Provided entries:
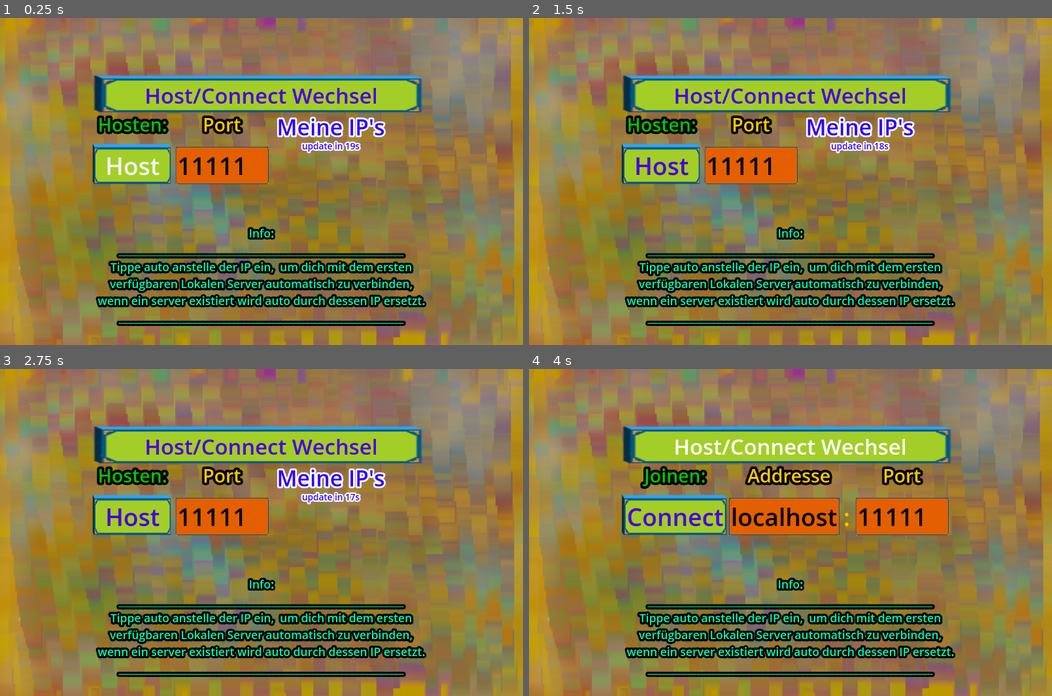
Above: before the commit, frames 1-4 (two rows, left to right).
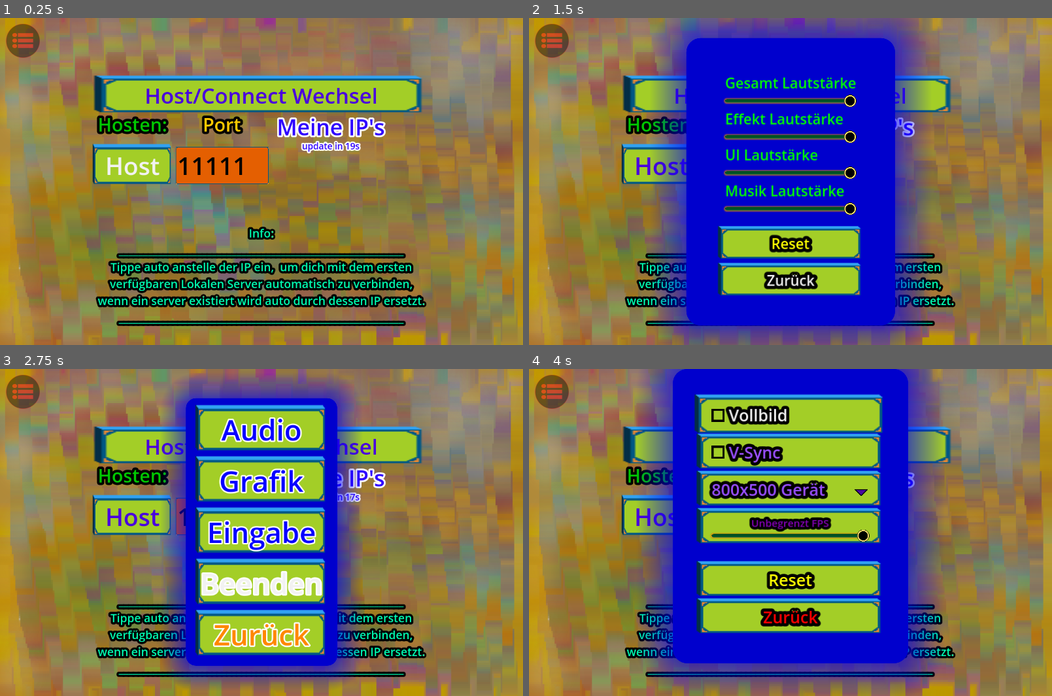
Above: after the commit, the same moments.

Repository: NIK-98/Paint_The_Ground
Game: Godot game, scene res://sceens/main.tscn
The game is run twice, just before and just after one commit, with the same random seed, the same clock (stepped at 60 frames per second) and the same inputs.
Inputs (mouse positions are in pixels of both pictures, inside the frame that each line leads up to):
- Up to frame 1 (0.25 s): no input
- Up to frame 2 (1.5 s): click (549, 40) at 0.52 s; click (790, 80) at 1.25 s, where only the run after the commit has a clickable "Audio"
- Up to frame 3 (2.75 s): click (261, 630) at 2 s, where only the run after the commit has a clickable "Zurück"
- Up to frame 4 (4 s): click (790, 480) at 2.75 s, where only the run after the commit has a clickable "Grafik"; click (790, 434) at 3.5 s, where only the run after the commit has a clickable "Vollbild"

The runs differ from the first frame. In frame 1, 0.5% of the frame differs, in the area x 1-8%, y 1-13%; in frame 2, 51%; in frame 3, 34%; in frame 4, 54%, in the area x 1-81%, y 0-100%.

Commit message:
Version 49: Menü button auf allen platformen

Diff:
--- a/assets/controll/exit.svg
+++ b/assets/controll/exit.svg
@@ -26,7 +26,7 @@
      inkscape:pagecheckerboard="0"
      inkscape:deskcolor="#d1d1d1"
      inkscape:document-units="px"
-     inkscape:export-bgcolor="#000000ff"
+     inkscape:export-bgcolor="#ffffff00"
      inkscape:zoom="4.8875"
      inkscape:cx="51.355499"
      inkscape:cy="78.465473"
@@ -43,6 +43,13 @@
      inkscape:groupmode="layer"
      id="layer1"
      style="display:inline;opacity:1">
+    <ellipse
+       style="fill:#000000;stroke:#d40000;stroke-width:1.693;stroke-opacity:0.690196"
+       id="path7"
+       cx="60.358055"
+       cy="59.744244"
+       rx="58.721226"
+       ry="58.925831" />
     <path
        sodipodi:type="star"
        style="fill:#55d400"
@@ -58,21 +65,47 @@
        inkscape:rounded="0"
        inkscape:randomized="0"
        d="m -52.583121,5.9335037 -0.3904,2.2376185 2.231832,0.4222281 -2.237619,-0.3903993 -0.422228,2.231831 0.390399,-2.237618 -2.231831,-0.4222282 2.237618,0.3903993 z" />
-    <path
-       sodipodi:type="star"
-       style="fill:#ff0000"
-       id="path6"
-       inkscape:flatsided="false"
-       sodipodi:sides="4"
-       sodipodi:cx="19.028133"
-       sodipodi:cy="13.503836"
-       sodipodi:r1="82.510056"
-       sodipodi:r2="4.1255031"
-       sodipodi:arg1="0.98485699"
-       sodipodi:arg2="1.7702552"
-       inkscape:rounded="0.05"
-       inkscape:randomized="0"
-       d="M 64.654732,82.250638 C 61.336693,84.452788 22.114073,18.336598 18.21071,17.547546 14.307348,16.758494 -47.516519,62.448472 -49.718669,59.130434 -51.920819,55.812396 14.195371,16.589775 14.984423,12.686413 15.773475,8.7830501 -29.916503,-53.040816 -26.598465,-55.242966 -23.280427,-57.445117 15.942194,8.6710733 19.845556,9.4601251 23.748919,10.249177 85.572785,-35.440801 87.774935,-32.122763 89.977086,-28.804724 23.860896,10.417896 23.071844,14.321259 22.282792,18.224621 67.97277,80.048488 64.654732,82.250638 Z"
-       transform="matrix(0.20718441,0.98447532,-0.97978876,0.20605129,69.135121,38.638241)" />
+    <rect
+       style="fill:#ff0000;stroke:#d40000;stroke-width:0.7918;stroke-opacity:0.690196"
+       id="rect1"
+       width="52.509224"
+       height="12.339491"
+       x="42.881187"
+       y="33.398441" />
+    <ellipse
+       style="fill:#ff0000;stroke:#d40000;stroke-width:0.917921;stroke-opacity:0.690196"
+       id="path5"
+       cx="31.499828"
+       cy="39.518486"
+       rx="8.3566713"
+       ry="6.7593536" />
+    <rect
+       style="fill:#ff0000;stroke:#d40000;stroke-width:0.7918;stroke-opacity:0.690196"
+       id="rect6"
+       width="52.509224"
+       height="12.339491"
+       x="42.881187"
+       y="52.801983" />
+    <ellipse
+       style="fill:#ff0000;stroke:#d40000;stroke-width:0.917921;stroke-opacity:0.690196"
+       id="ellipse6"
+       cx="31.499828"
+       cy="58.922028"
+       rx="8.3566713"
+       ry="6.7593536" />
+    <rect
+       style="fill:#ff0000;stroke:#d40000;stroke-width:0.7918;stroke-opacity:0.690196"
+       id="rect7"
+       width="52.509224"
+       height="12.339491"
+       x="42.881187"
+       y="72.00853" />
+    <ellipse
+       style="fill:#ff0000;stroke:#d40000;stroke-width:0.917921;stroke-opacity:0.690196"
+       id="ellipse7"
+       cx="31.499828"
+       cy="78.128578"
+       rx="8.3566713"
+       ry="6.7593536" />
   </g>
 </svg>
--- a/project.godot
+++ b/project.godot
@@ -62,6 +62,10 @@
 "deadzone": 0.5,
 "events": [Object(InputEventKey,"resource_local_to_scene":false,"resource_name":"","device":0,"window_id":0,"alt_presse …(190 unchanged characters)…
 ]
+}
+ui_cancel={
+"deadzone": 0.5,
+"events": []
 }
 ui_left={
 "deadzone": 0.5,
--- a/sceens/main.tscn
+++ b/sceens/main.tscn
@@ -78,13 +78,20 @@
 scale = Vector2(0.7, 0.7)
 transform = Transform2D(0.7, 0, 0, 0.7, 0, 0)
 
-[node name="Leave" type="TouchScreenButton" parent="CanvasLayer"]
+[node name="Leave" type="TextureButton" parent="CanvasLayer"]
 modulate = Color(1, 1, 1, 0.415686)
-position = Vector2(38.5714, 31.4286)
-scale = Vector2(0.797619, 0.785714)
+anchors_preset = -1
+anchor_left = 0.056
+anchor_top = 0.086
+anchor_right = 0.056
+anchor_bottom = 0.086
+offset_left = -51.68
+offset_top = -48.8018
+offset_right = 68.3203
+offset_bottom = 71.1979
+grow_horizontal = 2
+grow_vertical = 2
 texture_normal = ExtResource("7_dpqrl")
-passby_press = true
-visibility_mode = 1
 
 [node name="Back" type="TouchScreenButton" parent="CanvasLayer"]
 modulate = Color(1, 1, 1, 0.407843)
--- a/scripts/main.gd
+++ b/scripts/main.gd
@@ -211,7 +211,7 @@
 		Global.ui_hover_sound = true
 
 
-func _input(_event):
+func _physics_process(_delta):
 	if (Input.is_action_just_pressed("exit") or Input.is_action_just_pressed("exit_con")) and not $Audio_menu/CanvasLayer.visible and not $Grafik/CanvasLayer.visible and not $Control/CanvasLayer.visible:
 		await get_tree().create_timer(0.1).timeout
 		Global.esc_is_pressing_in_game = true
Binary file changed: assets/controll/exit.png
Not shown, changed: export_presets.cfg
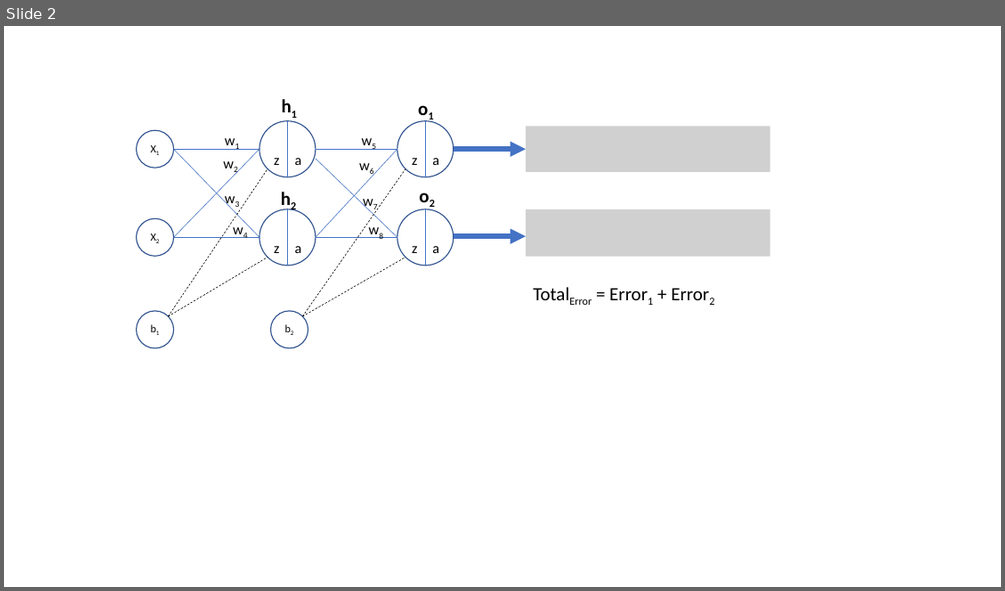
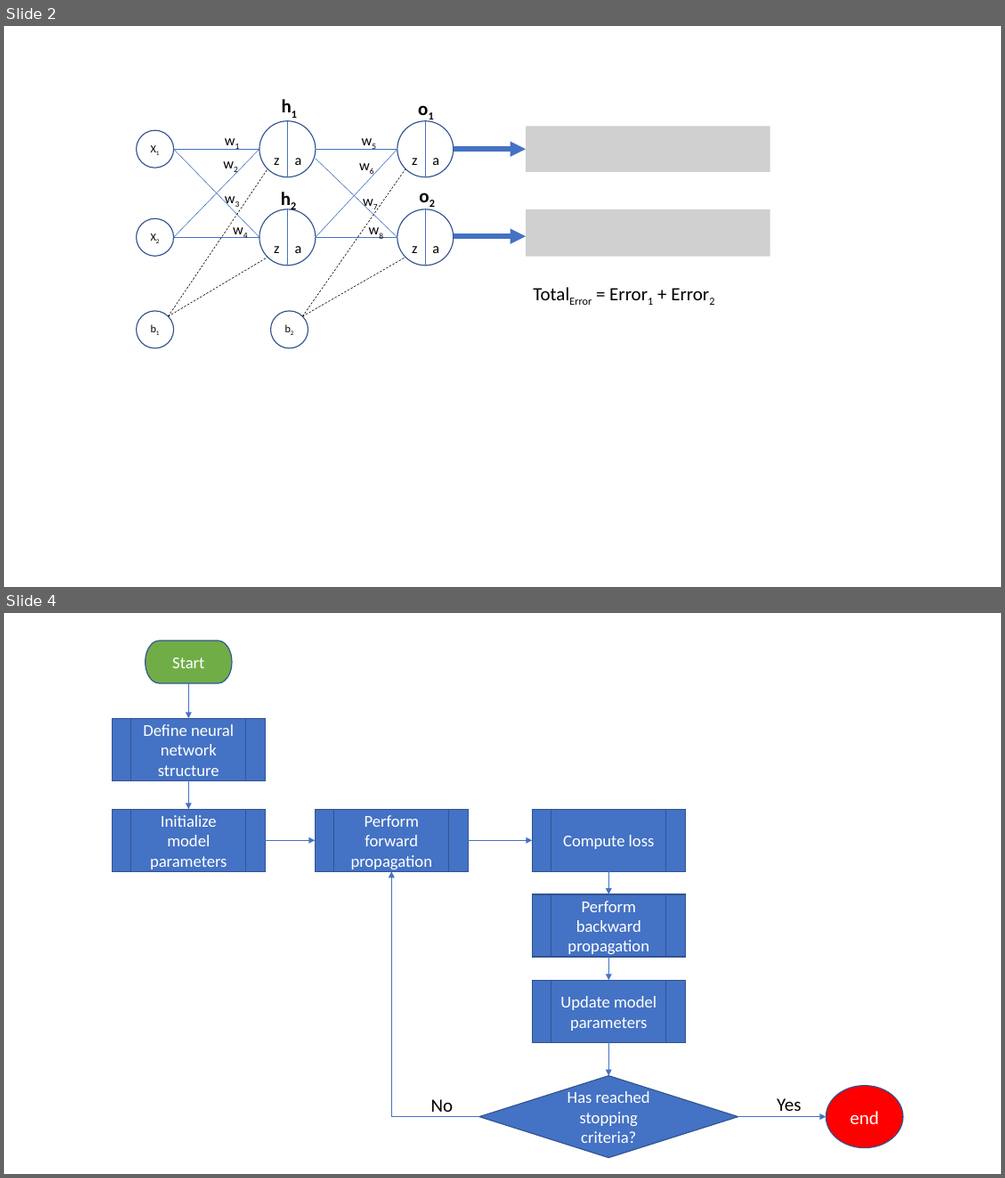
Before and after one commit to jyoun144/deep_learning_tutorial, a slide deck: Diagrams.pptx. Shown one above the other, each under a label of ours: slide 2 before the commit, slides 2 and 4 after it; the slides between them are not shown. The pictures are 1005x591 and 1005x1178 pixels, drawn with LibreOffice and Linux fonts; fonts in the diff are those of the drawing; grey boxes stand for pictures. Boxes give left, top, right and bottom in pixels: in the first picture for what was removed or moved away, otherwise in the second. Text is boxed around its words. In the diff, an @@ line names an element or a change of style, - is before the commit and + after.

Commit message:
Added Simple Neural Network Model

```diff
--- a/Diagrams.pptx
+++ b/Diagrams.pptx
@@ slide 4 added at [4, 613, 1001, 1174], background #FFFFFF @@
@@ pill shape added at [146, 641, 232, 683], fill #70AD47, outline #325491 1 pt, 16 pt, text #FFFFFF @@
+Start
@@ arrow added from (189, 683) to (189, 718), #4472C4 0.5 pt @@
@@ flow chart predefined process added at [112, 718, 265, 780], fill #4472C4, outline #325491 1 pt, 16 pt, text #FFFFFF @@
+Define neural network structure
@@ arrow added from (189, 780) to (189, 809), #4472C4 0.5 pt @@
@@ flow chart predefined process added at [112, 809, 265, 871], fill #4472C4, outline #325491 1 pt, 16 pt, text #FFFFFF @@
+Initialize model parameters
@@ flow chart predefined process added at [316, 809, 469, 871], fill #4472C4, outline #325491 1 pt, 16 pt, text #FFFFFF @@
+Perform forward propagation
@@ flow chart predefined process added at [532, 809, 685, 871], fill #4472C4, outline #325491 1 pt, 16 pt, text #FFFFFF @@
+Compute loss
@@ arrow added from (265, 840) to (316, 840), #4472C4 0.5 pt @@
@@ arrow added from (469, 840) to (532, 840), #4472C4 0.5 pt @@
@@ elbow arrow added from (479, 1116) to (391, 872), #4472C4 0.5 pt @@
@@ arrow added from (609, 872) to (609, 894), #4472C4 0.5 pt @@
@@ flow chart predefined process added at [532, 894, 685, 957], fill #4472C4, outline #325491 1 pt, 16 pt, text #FFFFFF @@
+Perform backward propagation
@@ arrow added from (609, 957) to (609, 981), #4472C4 0.5 pt @@
@@ flow chart predefined process added at [532, 981, 685, 1042], fill #4472C4, outline #325491 1 pt, 16 pt, text #FFFFFF @@
+Update model parameters
@@ arrow added from (609, 1042) to (609, 1076), #4472C4 0.5 pt @@
@@ diamond added at [479, 1076, 738, 1159], fill #4472C4, outline #325491 1 pt, 16 pt, text #FFFFFF @@
+Has reached stopping criteria?
@@ ellipse added at [825, 1086, 903, 1148], fill #FF0000, outline #325491 1 pt, 18 pt, text #FFFFFF @@
+end
@@ text added at [431, 1099, 453, 1117], 18 pt, text #000000 @@
+No
@@ arrow added from (738, 1116) to (825, 1116), #4472C4 0.5 pt @@
@@ text added at [777, 1098, 801, 1117], 18 pt, text #000000 @@
+Yes
```
Also in this commit, not shown: 1 other slide added, 6 other files.
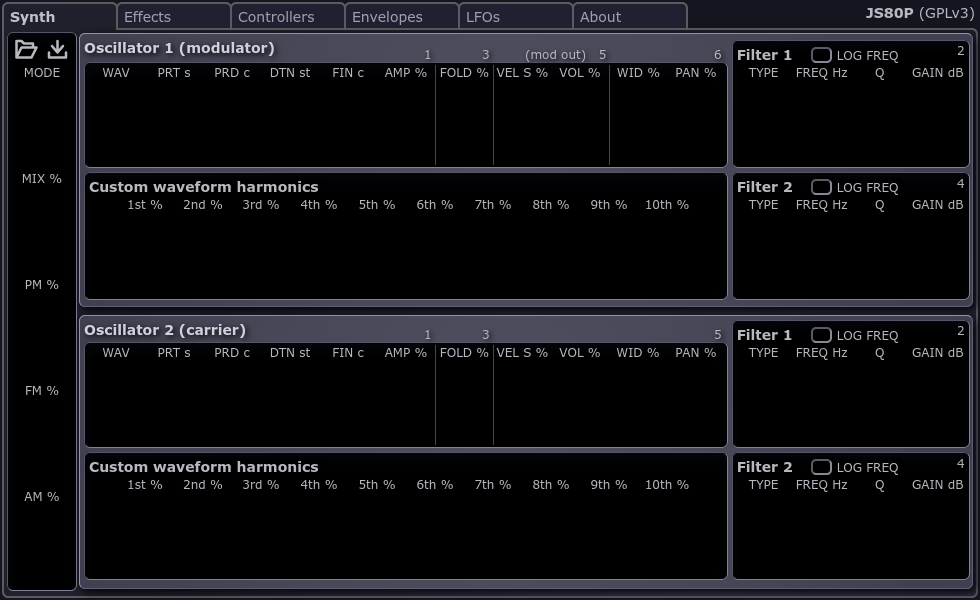
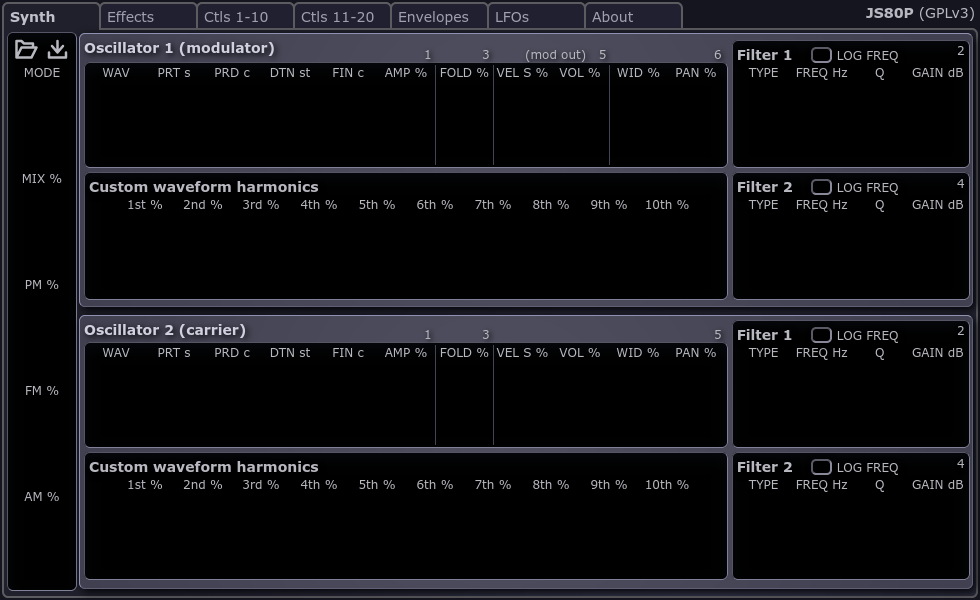
Layer changes from the first 980px x 600px image to the second:
painted on "synth" over left=3, top=2, right=970, bottom=580
painted on "effects" over left=95, top=2, right=688, bottom=30
added layer "controllers1" above "controllers2" over left=3, top=2, right=970, bottom=580
renamed "controllers" to "controllers2", painted on it over left=3, top=2, right=970, bottom=580
painted on "envelopes" over left=3, top=2, right=830, bottom=575
painted on "lfos" over left=3, top=2, right=970, bottom=580
painted on "about" over left=3, top=2, right=688, bottom=30

Directions:
Copy out every line of the data that includes "predefined".

Exercise result:
@@ flow chart predefined process added at [112, 718, 265, 780], fill #4472C4, outline #325491 1 pt, 16 pt, text #FFFFFF @@
@@ flow chart predefined process added at [112, 809, 265, 871], fill #4472C4, outline #325491 1 pt, 16 pt, text #FFFFFF @@
@@ flow chart predefined process added at [316, 809, 469, 871], fill #4472C4, outline #325491 1 pt, 16 pt, text #FFFFFF @@
@@ flow chart predefined process added at [532, 809, 685, 871], fill #4472C4, outline #325491 1 pt, 16 pt, text #FFFFFF @@
@@ flow chart predefined process added at [532, 894, 685, 957], fill #4472C4, outline #325491 1 pt, 16 pt, text #FFFFFF @@
@@ flow chart predefined process added at [532, 981, 685, 1042], fill #4472C4, outline #325491 1 pt, 16 pt, text #FFFFFF @@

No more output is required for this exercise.